> [About this exercise]: Across the entries that follow, count each line holding "code" and state the total alone.

> [Data to examine]:
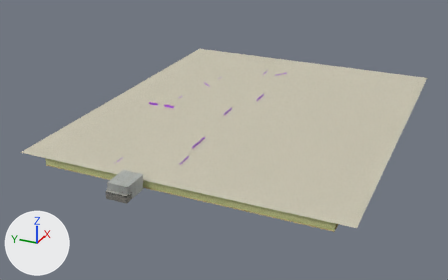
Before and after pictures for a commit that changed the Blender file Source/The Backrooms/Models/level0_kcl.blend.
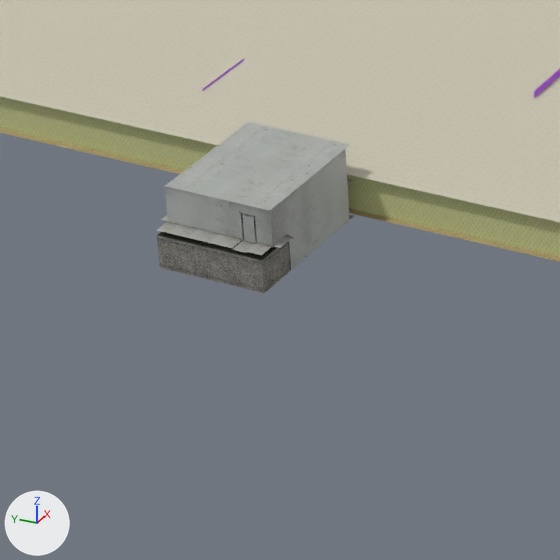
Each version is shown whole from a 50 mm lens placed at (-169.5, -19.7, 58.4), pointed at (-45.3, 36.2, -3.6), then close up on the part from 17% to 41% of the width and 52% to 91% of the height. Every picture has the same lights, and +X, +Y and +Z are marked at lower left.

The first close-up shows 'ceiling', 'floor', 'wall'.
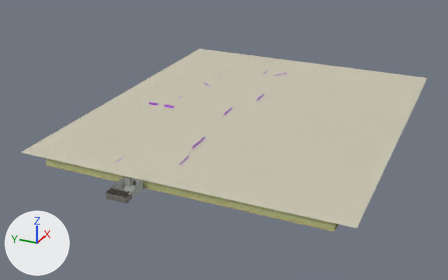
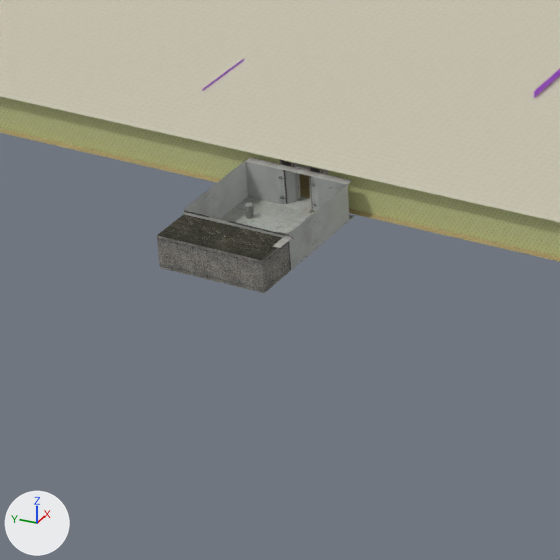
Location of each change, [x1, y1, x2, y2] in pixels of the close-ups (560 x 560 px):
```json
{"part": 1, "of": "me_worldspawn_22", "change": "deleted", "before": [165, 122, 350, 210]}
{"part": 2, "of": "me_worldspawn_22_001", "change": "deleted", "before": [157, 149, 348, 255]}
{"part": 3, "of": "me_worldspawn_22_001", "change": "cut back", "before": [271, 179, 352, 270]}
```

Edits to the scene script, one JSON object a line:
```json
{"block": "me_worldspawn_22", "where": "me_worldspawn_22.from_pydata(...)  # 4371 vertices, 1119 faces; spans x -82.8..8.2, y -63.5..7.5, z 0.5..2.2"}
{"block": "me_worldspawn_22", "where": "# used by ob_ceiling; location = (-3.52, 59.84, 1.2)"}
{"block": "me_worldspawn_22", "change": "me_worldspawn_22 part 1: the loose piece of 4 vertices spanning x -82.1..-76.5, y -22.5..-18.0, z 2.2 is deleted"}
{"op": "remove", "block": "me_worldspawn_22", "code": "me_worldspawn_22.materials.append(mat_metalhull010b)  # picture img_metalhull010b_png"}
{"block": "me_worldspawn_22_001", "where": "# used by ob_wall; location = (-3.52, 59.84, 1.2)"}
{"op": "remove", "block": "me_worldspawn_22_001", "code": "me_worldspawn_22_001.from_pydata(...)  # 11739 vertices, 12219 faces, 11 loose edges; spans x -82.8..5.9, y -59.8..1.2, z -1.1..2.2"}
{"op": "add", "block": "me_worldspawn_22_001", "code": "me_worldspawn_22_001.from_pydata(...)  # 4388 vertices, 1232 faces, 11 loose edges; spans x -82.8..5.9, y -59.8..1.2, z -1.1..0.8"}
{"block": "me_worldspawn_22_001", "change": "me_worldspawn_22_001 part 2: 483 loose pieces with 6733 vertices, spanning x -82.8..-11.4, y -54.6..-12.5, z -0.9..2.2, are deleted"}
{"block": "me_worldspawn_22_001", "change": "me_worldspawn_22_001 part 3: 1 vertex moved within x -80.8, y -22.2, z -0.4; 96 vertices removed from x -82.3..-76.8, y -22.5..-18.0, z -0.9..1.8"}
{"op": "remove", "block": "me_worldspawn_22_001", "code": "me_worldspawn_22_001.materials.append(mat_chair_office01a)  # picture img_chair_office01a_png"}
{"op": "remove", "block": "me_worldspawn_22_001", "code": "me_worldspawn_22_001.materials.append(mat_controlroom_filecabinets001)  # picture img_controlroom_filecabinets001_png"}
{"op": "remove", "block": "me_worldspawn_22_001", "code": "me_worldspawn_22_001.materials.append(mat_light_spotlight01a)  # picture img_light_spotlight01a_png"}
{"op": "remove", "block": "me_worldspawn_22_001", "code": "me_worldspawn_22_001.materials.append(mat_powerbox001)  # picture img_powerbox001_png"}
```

==

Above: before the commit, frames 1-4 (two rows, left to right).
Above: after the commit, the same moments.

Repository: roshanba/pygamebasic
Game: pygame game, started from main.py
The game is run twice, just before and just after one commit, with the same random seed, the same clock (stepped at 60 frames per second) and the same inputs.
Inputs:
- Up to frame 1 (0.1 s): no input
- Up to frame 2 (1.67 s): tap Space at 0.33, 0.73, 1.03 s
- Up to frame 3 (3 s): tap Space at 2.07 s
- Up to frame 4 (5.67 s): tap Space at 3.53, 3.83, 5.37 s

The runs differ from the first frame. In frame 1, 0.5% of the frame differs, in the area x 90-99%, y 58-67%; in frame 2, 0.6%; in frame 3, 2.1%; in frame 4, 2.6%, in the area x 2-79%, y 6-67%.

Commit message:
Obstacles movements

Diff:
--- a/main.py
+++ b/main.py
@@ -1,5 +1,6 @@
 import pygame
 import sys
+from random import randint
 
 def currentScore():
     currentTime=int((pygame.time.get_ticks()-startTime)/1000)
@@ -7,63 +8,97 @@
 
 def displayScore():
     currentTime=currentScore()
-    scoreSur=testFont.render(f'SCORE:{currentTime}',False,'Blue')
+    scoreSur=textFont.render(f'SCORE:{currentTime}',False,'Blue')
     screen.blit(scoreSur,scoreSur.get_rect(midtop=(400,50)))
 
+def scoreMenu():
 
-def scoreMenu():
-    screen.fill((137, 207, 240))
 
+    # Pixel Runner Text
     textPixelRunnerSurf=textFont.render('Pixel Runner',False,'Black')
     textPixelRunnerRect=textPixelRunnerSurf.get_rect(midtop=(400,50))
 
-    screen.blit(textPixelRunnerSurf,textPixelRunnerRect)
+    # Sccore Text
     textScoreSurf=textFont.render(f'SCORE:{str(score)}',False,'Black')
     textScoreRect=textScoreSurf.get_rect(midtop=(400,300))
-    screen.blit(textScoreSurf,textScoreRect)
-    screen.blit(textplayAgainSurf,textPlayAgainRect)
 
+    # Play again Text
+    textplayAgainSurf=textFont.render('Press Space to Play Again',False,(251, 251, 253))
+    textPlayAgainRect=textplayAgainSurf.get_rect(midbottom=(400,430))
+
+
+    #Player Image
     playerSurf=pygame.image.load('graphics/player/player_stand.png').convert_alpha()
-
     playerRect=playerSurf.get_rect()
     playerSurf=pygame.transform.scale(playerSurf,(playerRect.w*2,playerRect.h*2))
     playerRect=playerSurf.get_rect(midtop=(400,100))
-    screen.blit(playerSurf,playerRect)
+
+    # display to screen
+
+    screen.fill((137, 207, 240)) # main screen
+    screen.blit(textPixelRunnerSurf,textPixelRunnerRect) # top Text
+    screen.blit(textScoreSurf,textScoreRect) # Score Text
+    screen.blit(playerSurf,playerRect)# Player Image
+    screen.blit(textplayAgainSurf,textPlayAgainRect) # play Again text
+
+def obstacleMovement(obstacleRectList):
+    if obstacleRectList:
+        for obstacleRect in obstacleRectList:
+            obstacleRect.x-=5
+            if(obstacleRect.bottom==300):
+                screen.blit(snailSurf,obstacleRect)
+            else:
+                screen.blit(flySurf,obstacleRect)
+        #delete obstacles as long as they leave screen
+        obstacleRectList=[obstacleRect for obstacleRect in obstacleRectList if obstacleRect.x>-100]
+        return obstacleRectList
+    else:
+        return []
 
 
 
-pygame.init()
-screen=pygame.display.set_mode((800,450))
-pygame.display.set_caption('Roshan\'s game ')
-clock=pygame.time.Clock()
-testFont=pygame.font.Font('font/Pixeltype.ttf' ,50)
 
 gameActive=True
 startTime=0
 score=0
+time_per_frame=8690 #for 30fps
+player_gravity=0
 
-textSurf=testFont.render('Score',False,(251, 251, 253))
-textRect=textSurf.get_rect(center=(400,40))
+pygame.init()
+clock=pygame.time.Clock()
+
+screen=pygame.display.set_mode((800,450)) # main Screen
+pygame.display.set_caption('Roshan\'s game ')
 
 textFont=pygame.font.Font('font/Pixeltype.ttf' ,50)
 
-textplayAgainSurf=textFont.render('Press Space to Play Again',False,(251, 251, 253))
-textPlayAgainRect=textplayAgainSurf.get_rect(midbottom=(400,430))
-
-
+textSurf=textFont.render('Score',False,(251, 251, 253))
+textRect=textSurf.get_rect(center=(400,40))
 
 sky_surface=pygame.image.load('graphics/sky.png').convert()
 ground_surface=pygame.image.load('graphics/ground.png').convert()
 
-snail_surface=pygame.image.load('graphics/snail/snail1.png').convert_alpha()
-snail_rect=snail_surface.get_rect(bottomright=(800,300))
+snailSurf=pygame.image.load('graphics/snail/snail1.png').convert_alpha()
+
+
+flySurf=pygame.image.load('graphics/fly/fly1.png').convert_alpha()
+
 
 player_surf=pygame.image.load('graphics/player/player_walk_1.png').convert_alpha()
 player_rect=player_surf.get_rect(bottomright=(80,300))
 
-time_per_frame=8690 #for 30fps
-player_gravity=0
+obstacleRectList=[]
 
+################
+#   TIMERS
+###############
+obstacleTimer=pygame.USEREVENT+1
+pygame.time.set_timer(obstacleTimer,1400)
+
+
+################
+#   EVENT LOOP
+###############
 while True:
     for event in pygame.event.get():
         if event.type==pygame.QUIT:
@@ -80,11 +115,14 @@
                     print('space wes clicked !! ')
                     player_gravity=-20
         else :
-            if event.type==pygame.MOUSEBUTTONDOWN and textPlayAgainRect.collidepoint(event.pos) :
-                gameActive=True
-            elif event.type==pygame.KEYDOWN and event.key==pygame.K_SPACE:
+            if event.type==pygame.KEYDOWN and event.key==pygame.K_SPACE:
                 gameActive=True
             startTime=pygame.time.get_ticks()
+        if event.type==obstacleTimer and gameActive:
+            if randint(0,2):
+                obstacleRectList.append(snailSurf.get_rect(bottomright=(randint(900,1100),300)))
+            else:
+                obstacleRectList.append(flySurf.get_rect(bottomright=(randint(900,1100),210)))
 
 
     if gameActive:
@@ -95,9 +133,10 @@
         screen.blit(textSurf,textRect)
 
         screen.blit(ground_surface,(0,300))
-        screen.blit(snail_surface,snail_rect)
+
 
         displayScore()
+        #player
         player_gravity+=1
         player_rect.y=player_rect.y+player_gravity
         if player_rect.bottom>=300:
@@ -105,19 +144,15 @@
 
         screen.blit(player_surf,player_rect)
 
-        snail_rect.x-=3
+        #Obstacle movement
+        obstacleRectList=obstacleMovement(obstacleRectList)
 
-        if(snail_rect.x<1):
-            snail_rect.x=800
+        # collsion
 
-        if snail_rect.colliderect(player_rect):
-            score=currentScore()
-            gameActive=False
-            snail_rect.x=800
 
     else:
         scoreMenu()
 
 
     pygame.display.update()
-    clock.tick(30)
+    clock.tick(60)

> [Answer box]: 7